By now, trudging toward the midway point of this baseball season, we have been well-versed on the reasons games are taking longer than ever before. Pitchers throw harder. Batters swing for the fences. They miss a lot. Fewer balls are in play. Hitters are striking out at a record pace – again. Both sides take longer to prepare for each pitch.

Hello, average game time: three hours, eight minutes – the longest ever.

Yet all of those considerations leave something that seems rather obvious unconsidered. Advanced analytics have provided us with more ways to analyze – and enjoy – the game than ever before. So much is quantifiable, including the fact that there’s more time between pitches – 23.8 seconds – than at any point in the decade since PitchF/x has been recording such data, and the indispensable website FanGraphs has been sharing it with any member of the public who cares to click. Velocity, swing rates, batting average on balls in play – we know it all.

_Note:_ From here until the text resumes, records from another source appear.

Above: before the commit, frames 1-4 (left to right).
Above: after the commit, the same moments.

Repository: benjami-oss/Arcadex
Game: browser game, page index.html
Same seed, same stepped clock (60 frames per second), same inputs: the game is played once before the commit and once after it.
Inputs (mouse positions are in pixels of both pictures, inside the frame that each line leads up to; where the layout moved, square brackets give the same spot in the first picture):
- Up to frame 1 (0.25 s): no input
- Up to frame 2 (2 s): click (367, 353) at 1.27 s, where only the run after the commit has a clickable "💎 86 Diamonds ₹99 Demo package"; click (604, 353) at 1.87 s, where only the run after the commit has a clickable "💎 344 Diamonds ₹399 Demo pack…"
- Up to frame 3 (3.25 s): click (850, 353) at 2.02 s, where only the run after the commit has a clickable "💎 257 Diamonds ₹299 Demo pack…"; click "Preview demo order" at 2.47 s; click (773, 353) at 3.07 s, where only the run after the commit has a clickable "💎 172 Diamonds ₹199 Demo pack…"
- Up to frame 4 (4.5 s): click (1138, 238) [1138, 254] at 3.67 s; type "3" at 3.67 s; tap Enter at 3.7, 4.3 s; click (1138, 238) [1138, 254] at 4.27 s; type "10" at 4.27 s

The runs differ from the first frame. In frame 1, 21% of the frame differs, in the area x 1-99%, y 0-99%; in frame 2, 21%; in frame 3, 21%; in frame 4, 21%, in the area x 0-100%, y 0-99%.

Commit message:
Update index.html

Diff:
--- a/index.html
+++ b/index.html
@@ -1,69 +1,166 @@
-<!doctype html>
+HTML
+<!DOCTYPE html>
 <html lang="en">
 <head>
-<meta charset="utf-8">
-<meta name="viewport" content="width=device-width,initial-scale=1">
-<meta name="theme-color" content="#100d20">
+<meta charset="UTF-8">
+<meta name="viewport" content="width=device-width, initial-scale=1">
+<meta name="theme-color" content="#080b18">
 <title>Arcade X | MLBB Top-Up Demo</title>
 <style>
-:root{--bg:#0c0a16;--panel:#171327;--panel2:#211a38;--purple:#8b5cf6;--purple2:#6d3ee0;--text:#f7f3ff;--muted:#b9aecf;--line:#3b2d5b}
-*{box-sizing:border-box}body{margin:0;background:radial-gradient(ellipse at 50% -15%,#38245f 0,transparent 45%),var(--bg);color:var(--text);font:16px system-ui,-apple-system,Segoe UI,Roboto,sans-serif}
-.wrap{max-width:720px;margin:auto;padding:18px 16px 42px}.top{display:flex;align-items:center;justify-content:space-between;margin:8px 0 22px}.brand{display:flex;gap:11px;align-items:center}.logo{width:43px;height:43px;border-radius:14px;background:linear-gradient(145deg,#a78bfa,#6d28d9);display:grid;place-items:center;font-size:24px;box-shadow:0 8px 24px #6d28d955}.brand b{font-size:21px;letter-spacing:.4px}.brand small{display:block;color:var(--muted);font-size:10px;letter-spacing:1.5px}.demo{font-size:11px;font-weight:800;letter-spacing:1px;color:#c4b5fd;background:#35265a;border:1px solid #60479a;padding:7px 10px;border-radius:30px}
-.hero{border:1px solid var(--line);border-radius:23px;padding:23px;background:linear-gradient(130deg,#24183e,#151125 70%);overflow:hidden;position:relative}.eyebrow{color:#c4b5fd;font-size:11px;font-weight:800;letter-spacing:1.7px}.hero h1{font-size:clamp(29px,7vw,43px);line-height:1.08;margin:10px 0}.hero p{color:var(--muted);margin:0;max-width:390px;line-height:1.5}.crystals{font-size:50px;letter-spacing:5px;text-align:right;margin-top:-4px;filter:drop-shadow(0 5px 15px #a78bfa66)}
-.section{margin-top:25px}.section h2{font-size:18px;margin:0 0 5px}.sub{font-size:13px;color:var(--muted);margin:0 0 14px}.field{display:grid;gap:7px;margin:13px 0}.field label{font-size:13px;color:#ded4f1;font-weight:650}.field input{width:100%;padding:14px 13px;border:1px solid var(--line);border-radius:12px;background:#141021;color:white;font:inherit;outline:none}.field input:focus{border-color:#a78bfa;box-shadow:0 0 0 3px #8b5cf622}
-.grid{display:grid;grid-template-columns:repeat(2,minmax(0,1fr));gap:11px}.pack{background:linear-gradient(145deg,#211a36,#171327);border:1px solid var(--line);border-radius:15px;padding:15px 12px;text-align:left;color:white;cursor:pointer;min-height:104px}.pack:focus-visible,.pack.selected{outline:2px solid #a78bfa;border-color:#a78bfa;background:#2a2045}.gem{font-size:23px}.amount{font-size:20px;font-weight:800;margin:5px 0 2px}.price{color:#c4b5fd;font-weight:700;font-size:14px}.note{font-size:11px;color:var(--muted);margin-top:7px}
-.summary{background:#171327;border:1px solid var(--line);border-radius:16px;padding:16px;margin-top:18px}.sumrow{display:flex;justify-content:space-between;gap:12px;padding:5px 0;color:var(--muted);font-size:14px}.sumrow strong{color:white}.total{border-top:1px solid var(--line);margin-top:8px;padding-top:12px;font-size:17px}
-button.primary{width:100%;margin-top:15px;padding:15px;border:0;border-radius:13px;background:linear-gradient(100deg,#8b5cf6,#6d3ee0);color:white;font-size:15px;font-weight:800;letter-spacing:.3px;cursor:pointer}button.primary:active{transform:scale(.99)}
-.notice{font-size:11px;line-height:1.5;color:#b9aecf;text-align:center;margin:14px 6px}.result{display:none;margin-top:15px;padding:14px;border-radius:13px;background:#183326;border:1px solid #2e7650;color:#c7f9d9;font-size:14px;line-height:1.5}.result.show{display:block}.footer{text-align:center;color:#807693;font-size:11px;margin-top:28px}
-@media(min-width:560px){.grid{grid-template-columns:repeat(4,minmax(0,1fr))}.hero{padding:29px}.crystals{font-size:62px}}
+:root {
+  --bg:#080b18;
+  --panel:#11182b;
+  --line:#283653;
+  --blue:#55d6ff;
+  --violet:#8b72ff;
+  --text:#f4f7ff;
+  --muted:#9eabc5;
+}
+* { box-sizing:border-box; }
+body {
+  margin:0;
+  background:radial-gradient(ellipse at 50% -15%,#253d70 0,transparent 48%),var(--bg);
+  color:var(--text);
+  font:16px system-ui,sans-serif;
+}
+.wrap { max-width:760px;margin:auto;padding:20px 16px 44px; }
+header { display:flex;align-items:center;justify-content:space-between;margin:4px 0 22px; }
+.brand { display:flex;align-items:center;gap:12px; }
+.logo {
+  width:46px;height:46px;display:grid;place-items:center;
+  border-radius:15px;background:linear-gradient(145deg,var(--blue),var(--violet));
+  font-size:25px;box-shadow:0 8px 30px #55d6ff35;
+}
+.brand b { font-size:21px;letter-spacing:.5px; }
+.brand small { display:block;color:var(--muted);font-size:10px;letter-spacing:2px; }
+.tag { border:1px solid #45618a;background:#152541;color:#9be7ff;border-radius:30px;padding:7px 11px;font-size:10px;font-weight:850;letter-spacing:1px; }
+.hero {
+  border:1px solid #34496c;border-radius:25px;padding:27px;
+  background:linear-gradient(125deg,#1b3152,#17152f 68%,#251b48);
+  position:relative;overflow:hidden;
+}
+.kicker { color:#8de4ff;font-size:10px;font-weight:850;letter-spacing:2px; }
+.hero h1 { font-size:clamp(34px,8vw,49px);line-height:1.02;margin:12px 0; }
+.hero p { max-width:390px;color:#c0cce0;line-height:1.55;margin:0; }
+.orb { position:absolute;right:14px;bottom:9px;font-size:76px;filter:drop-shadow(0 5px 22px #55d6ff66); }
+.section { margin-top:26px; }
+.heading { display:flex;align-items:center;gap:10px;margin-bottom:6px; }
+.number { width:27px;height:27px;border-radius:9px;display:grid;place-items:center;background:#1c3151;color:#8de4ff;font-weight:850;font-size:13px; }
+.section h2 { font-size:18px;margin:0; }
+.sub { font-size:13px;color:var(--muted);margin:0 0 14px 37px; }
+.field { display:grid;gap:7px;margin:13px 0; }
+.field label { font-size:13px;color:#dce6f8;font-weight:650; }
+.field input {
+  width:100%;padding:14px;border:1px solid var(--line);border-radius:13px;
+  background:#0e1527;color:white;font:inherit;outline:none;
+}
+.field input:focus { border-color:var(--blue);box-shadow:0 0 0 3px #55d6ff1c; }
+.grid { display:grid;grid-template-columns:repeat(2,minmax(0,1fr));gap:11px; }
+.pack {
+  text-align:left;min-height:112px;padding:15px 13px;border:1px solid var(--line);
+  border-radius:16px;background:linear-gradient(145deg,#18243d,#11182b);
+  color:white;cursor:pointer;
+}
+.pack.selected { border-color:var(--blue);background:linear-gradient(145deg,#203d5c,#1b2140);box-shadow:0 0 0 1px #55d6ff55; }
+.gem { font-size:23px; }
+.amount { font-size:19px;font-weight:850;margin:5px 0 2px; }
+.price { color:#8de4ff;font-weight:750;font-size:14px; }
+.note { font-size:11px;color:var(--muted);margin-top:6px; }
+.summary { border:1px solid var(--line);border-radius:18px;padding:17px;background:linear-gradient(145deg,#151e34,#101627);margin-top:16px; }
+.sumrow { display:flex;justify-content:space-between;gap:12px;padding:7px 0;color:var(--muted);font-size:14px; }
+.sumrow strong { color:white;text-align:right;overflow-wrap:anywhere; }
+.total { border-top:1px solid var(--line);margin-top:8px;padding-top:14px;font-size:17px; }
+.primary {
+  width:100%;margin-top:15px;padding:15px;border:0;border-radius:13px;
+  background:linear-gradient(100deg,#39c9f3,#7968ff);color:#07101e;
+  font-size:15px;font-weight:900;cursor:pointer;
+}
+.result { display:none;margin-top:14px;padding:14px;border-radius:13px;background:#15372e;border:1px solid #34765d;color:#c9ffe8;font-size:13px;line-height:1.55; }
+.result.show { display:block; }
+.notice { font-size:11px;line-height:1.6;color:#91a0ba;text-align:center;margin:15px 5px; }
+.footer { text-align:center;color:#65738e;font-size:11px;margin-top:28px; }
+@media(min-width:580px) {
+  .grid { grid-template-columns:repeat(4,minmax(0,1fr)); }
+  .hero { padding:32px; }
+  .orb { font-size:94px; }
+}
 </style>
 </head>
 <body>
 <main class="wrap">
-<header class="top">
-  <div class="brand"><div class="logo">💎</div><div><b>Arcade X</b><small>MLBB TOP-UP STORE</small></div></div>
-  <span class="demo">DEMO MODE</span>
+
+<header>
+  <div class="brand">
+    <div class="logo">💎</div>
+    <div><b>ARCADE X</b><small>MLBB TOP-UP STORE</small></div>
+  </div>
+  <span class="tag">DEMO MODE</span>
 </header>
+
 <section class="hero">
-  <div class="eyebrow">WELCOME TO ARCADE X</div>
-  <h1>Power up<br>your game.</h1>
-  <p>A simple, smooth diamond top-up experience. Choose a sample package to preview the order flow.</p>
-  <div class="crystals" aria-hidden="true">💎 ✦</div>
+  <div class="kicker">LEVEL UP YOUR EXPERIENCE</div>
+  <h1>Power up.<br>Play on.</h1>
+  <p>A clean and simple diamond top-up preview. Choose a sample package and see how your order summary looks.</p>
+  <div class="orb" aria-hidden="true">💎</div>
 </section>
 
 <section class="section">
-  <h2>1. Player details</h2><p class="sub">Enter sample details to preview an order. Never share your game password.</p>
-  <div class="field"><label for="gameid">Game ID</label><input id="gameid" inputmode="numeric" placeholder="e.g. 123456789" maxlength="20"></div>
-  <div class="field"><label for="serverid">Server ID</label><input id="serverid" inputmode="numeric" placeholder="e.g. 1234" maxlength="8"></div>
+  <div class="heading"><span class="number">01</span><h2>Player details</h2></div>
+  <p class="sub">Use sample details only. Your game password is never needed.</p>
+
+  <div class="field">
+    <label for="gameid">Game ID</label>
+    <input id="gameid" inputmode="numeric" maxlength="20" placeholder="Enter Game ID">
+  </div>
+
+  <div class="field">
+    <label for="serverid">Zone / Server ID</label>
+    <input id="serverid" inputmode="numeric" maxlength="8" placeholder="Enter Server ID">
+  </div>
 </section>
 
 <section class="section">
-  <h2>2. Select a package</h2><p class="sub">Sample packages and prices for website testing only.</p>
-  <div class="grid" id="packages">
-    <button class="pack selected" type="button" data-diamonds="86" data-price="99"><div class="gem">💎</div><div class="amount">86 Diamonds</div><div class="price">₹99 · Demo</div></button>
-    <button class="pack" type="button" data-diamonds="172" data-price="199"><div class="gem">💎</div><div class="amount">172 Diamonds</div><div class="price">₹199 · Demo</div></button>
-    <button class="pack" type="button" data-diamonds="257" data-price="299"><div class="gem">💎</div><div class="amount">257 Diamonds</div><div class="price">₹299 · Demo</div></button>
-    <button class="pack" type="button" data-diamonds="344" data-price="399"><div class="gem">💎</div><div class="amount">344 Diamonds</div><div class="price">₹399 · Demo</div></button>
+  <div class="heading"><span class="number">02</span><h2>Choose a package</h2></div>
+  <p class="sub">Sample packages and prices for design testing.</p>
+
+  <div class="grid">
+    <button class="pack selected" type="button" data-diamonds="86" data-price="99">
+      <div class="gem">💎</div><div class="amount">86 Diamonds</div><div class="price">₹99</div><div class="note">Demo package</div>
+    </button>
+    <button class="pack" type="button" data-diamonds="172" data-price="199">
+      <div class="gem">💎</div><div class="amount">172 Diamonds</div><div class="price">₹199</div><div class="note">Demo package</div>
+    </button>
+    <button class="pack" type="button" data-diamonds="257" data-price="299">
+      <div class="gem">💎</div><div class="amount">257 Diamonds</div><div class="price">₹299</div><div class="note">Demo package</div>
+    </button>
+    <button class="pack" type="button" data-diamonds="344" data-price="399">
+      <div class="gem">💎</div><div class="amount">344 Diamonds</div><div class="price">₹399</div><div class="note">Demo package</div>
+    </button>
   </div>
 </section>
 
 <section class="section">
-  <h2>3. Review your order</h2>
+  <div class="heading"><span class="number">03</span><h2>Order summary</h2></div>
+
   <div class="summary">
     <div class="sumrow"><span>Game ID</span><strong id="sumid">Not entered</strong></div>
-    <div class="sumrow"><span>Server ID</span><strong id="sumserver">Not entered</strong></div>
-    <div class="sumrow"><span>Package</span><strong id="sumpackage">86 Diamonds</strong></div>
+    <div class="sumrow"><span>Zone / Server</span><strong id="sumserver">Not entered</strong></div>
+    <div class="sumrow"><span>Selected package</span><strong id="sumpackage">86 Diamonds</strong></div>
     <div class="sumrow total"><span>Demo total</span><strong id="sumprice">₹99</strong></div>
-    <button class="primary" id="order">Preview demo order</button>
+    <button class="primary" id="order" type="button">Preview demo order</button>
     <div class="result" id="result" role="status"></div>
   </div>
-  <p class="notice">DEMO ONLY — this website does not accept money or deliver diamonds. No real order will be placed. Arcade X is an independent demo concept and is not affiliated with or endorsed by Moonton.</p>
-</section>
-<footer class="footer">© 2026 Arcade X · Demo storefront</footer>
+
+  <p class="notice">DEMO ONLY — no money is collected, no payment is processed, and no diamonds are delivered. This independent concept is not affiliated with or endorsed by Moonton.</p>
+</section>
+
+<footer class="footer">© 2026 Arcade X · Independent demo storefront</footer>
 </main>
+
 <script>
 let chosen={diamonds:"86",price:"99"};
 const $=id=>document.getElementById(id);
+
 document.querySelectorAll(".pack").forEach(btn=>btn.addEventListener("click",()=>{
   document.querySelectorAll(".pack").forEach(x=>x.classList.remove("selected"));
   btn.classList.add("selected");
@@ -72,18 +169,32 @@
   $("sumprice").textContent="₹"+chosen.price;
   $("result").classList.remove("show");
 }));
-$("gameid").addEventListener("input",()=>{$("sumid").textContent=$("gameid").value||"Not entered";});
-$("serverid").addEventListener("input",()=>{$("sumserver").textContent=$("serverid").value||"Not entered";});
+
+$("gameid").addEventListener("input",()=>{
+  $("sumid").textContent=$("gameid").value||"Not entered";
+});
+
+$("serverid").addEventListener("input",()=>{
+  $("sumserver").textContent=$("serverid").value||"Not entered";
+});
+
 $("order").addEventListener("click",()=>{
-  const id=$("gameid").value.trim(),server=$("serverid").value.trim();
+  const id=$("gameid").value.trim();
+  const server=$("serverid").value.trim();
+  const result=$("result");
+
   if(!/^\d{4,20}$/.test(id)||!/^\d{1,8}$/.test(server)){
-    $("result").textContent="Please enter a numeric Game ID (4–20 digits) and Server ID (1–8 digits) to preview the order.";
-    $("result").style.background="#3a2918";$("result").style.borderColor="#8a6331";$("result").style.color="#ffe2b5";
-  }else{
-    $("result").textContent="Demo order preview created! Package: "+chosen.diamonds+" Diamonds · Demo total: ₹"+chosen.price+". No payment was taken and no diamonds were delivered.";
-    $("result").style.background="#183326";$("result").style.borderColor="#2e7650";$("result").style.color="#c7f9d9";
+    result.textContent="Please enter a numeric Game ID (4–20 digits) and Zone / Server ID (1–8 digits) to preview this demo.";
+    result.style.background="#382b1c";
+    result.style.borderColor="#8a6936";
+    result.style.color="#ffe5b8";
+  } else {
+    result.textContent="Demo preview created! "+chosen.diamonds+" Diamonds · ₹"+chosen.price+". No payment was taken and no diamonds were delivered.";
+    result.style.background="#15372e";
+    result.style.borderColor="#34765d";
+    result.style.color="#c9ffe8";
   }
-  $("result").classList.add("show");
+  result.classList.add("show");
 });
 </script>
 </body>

The aspect that can’t be quantified by such numbers: the brain.

“We want them to stay in their three-foot world,” said Charlie Maher, the director of psychological services for the Cleveland Indians.

Staying in their three-foot world means focusing on the pitcher’s rubber or the batter’s box. But people such as Maher, who has decades’ worth of experience working with baseball players in maximizing their mental performance, allow that such a pursuit takes time.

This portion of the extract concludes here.